Por la mañana ninguna novedad, un nuevo pinchazo, a pesar de tener las nuevas cubiertas. Voy a una tienda de bicicletas a comprar cámaras y pregunto al dueño si puede arreglar el pinchazo, yo estoy harto de sacar y meter cubiertas. Se hace el disimulado, después se lleva la mano al estómago alegando que está enfermo y finalmente se va con un tipo que está dispuesto a gastar un buen dinero en accesorios para su moto, una actitud que tampoco será extraña aquí. Finalmente arreglo el pinchazo en un parque y sigo camino.

Ahora debo decidir, Estambul lo tomaba como referencia cuando la gente me preguntaba hacia dónde iba, pero para nada me apetece entrar a una ciudad de quince millones de habitantes, me atrae más la costa oeste de Anatolia, la península mayor de Turquía, donde seguramente hará mejor temperatura, pues aún es invierno y las noches siguen siendo frías. Me dirijo hacia el estrecho de Dardanelos con la idea de cruzarlo en barco y le hago un amago a “Estambul-Constantinopla”.

Circular en esta zona de Turquía no tiene término medio, caminos embarrados en mal estado o carreteras con varios carriles en cada sentido, que al principio creía que eran autopistas, con coches y camiones circulando a 120 kilómetros por hora. De momento opto por los caminos, uno de éstos rodea un área militar de las muchas que encontraré en Turquía. Inconsciente de mí, saco una foto de la zona y unos metros más adelante un suboficial me da el alto, utiliza el traductor en el móvil y después de las típicas preguntas: de dónde vienes, a dónde vas, de dónde eres….

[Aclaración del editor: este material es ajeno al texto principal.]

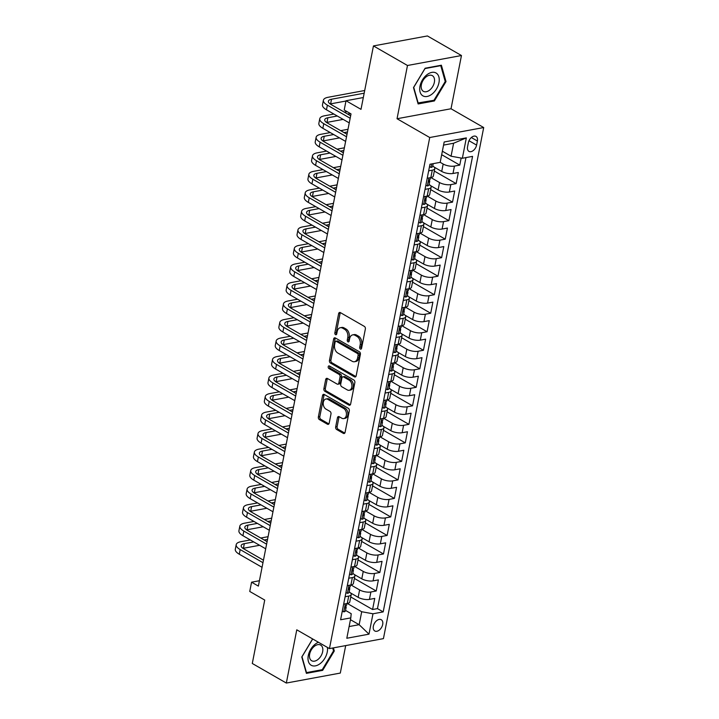 <?xml version="1.0" encoding="UTF-8"?>
<svg xmlns="http://www.w3.org/2000/svg" width="719" height="719" viewBox="0 0 719 719"><rect width="100%" height="100%" fill="white"/><g stroke="black" fill="none" stroke-linecap="round" stroke-linejoin="round"><path stroke-width="1.08" d="M360.39 349.057A1.393 0.953 -100.5 0 0 361.567 348.32L365.36 329.005A1.995 1.357 -100.5 0 0 364.38 326.417L340.321 312.585A1.995 1.357 -100.5 0 0 339.602 312.45A1.995 1.357 -100.5 0 0 338.631 313.637L334.838 332.951A1.393 0.953 -100.5 0 0 336.708 334.029L337.202 331.522A6.372 4.341 -100.5 0 1 340.321 327.72A6.372 4.341 -100.5 0 1 342.621 328.17L344.626 329.32A6.372 4.341 -100.5 0 1 347.762 337.597L347.268 340.096A1.393 0.953 -100.5 0 0 349.137 341.174L349.632 338.676A6.372 4.341 -100.5 0 1 352.75 334.865A6.372 4.341 -100.5 0 1 355.051 335.315L357.055 336.465A6.372 4.341 -100.5 0 1 360.192 344.743L359.698 347.241A1.393 0.953 -100.5 0 0 360.39 349.057M382.688 624.487A6.489 4.107 119.9 0 0 381.259 619.724A6.489 4.107 119.9 0 0 373.35 626.213A6.489 4.107 119.9 0 0 374.788 630.976A6.489 4.107 119.9 0 0 382.688 624.487M335.665 426.915A1.995 1.357 -100.5 0 0 336.645 429.504L343.394 433.386A1.995 1.357 -100.5 0 0 344.113 433.53A1.995 1.357 -100.5 0 0 345.084 432.335L349.299 410.891A1.995 1.357 -100.5 0 0 348.32 408.302L324.251 394.47A1.995 1.357 -100.5 0 0 323.541 394.336A1.995 1.357 -100.5 0 0 322.561 395.522L318.355 416.966A1.995 1.357 -100.5 0 0 319.335 419.554L327.487 424.246A1.995 1.357 -100.5 0 0 328.206 424.381A1.995 1.357 -100.5 0 0 329.185 423.194L330.983 414.009A1.995 1.357 -100.5 0 0 330.003 411.43L325.959 409.102A5.33 3.631 -100.5 0 1 323.208 403.521A5.33 3.631 -100.5 0 1 325.941 399A5.33 3.631 -100.5 0 1 327.864 399.378L343.709 408.482A5.33 3.631 -100.5 0 1 346.45 414.072A5.33 3.631 -100.5 0 1 343.718 418.584A5.33 3.631 -100.5 0 1 341.795 418.206L339.161 416.687A1.995 1.357 -100.5 0 0 338.442 416.553A1.995 1.357 -100.5 0 0 337.463 417.739L335.665 426.915L337.121 426.646A1.995 1.357 -100.5 0 0 338.101 429.234L344.778 433.072M407.484 65.492L397.041 118.734L451.02 108.758L461.463 55.525L407.484 65.492L373.449 45.926L361.001 109.351L346.019 100.732L344.203 109.998L351.016 113.908L258.373 586.102L251.569 582.192L249.745 591.449L264.727 600.059L252.288 663.475L286.333 683.05L340.303 673.074L345.695 645.599M397.041 118.734L429.728 137.518L329.455 648.601L296.776 629.817L286.333 683.05M354.485 376.855A1.995 1.357 -100.5 0 0 355.204 376.999A1.995 1.357 -100.5 0 0 356.175 375.812L360.39 354.359A1.995 1.357 -100.5 0 0 359.401 351.771L335.342 337.948A1.995 1.357 -100.5 0 0 334.632 337.804A1.995 1.357 -100.5 0 0 333.652 338.991L329.446 360.444A1.995 1.357 -100.5 0 0 330.425 363.023L354.485 376.855L355.824 376.612M354.844 382.625L350.629 404.069A1.995 1.357 -100.5 0 1 349.659 405.264A1.995 1.357 -100.5 0 1 348.94 405.121L324.88 391.289A1.995 1.357 -100.5 0 1 323.901 388.7L325.698 379.524A1.995 1.357 -100.5 0 1 326.678 378.338A1.995 1.357 -100.5 0 1 327.397 378.473L337.148 384.09A1.995 1.357 -100.5 0 0 337.867 384.225A1.995 1.357 -100.5 0 0 338.847 383.038L340.042 376.945A1.995 1.357 -100.5 0 0 339.062 374.365L328.898 368.523A1.393 0.953 -100.5 0 1 329.401 365.98L353.865 380.036A1.995 1.357 -100.5 0 1 354.844 382.625M373.449 45.926L427.419 35.95L461.463 55.525M350.755 596.968L372.586 609.514L374.761 598.406L369.44 599.385L370.896 591.98A8.116 2.975 -168.9 0 1 359.608 589.931L350.962 584.96M354.386 578.444L376.217 591L378.401 579.891L373.071 580.871L374.527 573.465A8.116 2.975 -168.9 0 1 363.248 571.416L354.593 566.437M358.017 559.93L379.848 572.477L382.032 561.368L376.702 562.357L378.158 554.951A8.116 2.975 -168.9 0 1 366.879 552.893L358.233 547.923M361.648 541.416L383.488 553.963L385.663 542.854L380.342 543.834L381.789 536.428A8.116 2.975 -168.9 0 1 370.51 534.379L361.864 529.409M365.288 522.893L387.119 535.448L389.294 524.34L383.973 525.319L385.429 517.914A8.116 2.975 -168.9 0 1 374.141 515.856L365.495 510.885M368.919 504.379L390.75 516.925L392.934 505.816L387.604 506.805L389.06 499.399A8.116 2.975 -168.9 0 1 377.772 497.341L369.126 492.371M372.55 485.864L394.38 498.411L396.564 487.302L391.235 488.282L392.691 480.876A8.116 2.975 -168.9 0 1 381.412 478.827L372.757 473.857M376.181 467.341L398.011 479.897L400.195 468.788L394.875 469.768L396.322 462.362A8.116 2.975 -168.9 0 1 385.042 460.304L376.397 455.334M379.821 448.827L401.651 461.373L403.826 450.265L398.506 451.253L399.953 443.848A8.116 2.975 -168.9 0 1 388.673 441.79L380.027 436.819M383.452 430.313L405.282 442.859L407.457 431.751L402.137 432.73L403.593 425.324A8.116 2.975 -168.9 0 1 392.304 423.275L383.658 418.305M387.083 411.789L408.913 424.345L411.097 413.227L405.768 414.216L407.224 406.81A8.116 2.975 -168.9 0 1 395.944 404.752L387.289 399.782M390.714 393.275L412.544 405.822L414.728 394.713L409.399 395.702L410.855 388.287A8.116 2.975 -168.9 0 1 399.575 386.238L390.929 381.268M394.345 374.761L416.184 387.307L418.359 376.199L413.039 377.178L414.486 369.773A8.116 2.975 -168.9 0 1 403.206 367.724L394.56 362.753M397.984 356.238L419.815 368.793L421.99 357.676L416.669 358.664L418.125 351.258A8.116 2.975 -168.9 0 1 406.837 349.2L398.191 344.23M401.615 337.723L423.446 350.27L425.63 339.161L420.3 340.15L421.756 332.735A8.116 2.975 -168.9 0 1 410.468 330.686L401.822 325.716M405.246 319.209L427.077 331.756L429.261 320.647L423.931 321.627L425.387 314.221A8.116 2.975 -168.9 0 1 414.108 312.172L405.453 307.202M408.877 300.686L430.708 313.241L432.892 302.124L427.571 303.112L429.018 295.707A8.116 2.975 -168.9 0 1 417.739 293.649L409.093 288.678M412.517 282.172L434.348 294.718L436.523 283.61L431.202 284.598L432.649 277.183A8.116 2.975 -168.9 0 1 421.37 275.134L412.724 270.164M416.148 263.657L437.979 276.204L440.154 265.095L434.833 266.075L436.289 258.669A8.116 2.975 -168.9 0 1 425.001 256.62L416.355 251.641M419.779 245.134L441.61 257.69L443.794 246.572L438.464 247.561L439.92 240.155A8.116 2.975 -168.9 0 1 428.641 238.097L419.986 233.127M423.41 226.62L445.241 239.166L447.425 228.058L442.095 229.046L443.551 221.632A8.116 2.975 -168.9 0 1 432.272 219.583L423.626 214.613M427.041 208.097L448.881 220.652L451.056 209.544L445.735 210.523L447.182 203.118A8.116 2.975 -168.9 0 1 435.903 201.068L427.257 196.089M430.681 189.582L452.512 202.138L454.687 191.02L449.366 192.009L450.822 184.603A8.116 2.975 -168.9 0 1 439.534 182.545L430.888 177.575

      -Estabas grabándonos?

    -No, no. Solo saqué una foto. Disculpe, la borraré.

  -Debes borrarla ahora mismo. Espera llamaré a mi oficial.

Durante la conversación los soldados en prácticas observan desde detrás de los sacos terreros agachados y fusil en mano, algunos no deben tener ni dieciocho años. El oficial llega y en perfecto inglés me pide el móvil y borra él mismo la foto que he sacado, incluso del borrador; a pesar de todo, la conversación se lleva en un tono distendido pero con cierto autoritarismo.

     -No debes deambular por estas zonas ¿entiendes? Es propiedad del ejército. -Finalmente sonríe y me desea buen viaje.

Continúo este camino por unas fuertes pendientes embarradas, empujando la bicicleta, hasta que llego a otra área militar. Un suboficial se me vuelve a acercar

     -No debes circular por aquí.

Después de esto me lanzo definitivamente a la carretera principal que por suerte tiene un amplio arcén para que circulen los tractores.

En Gelibolu cojo un barco que por 40 céntimos de euro me permite atravesar el Estrecho de Dardanelos y estar, ahora sí y oficialmente, ¡en Asia! En Lapseki pido permiso para poner mi tienda en el recinto de una mezquita, el imam me lo concede y una vez termina el Maghrib (rezo del atardecer) vuelve a hablar conmigo y en inglés.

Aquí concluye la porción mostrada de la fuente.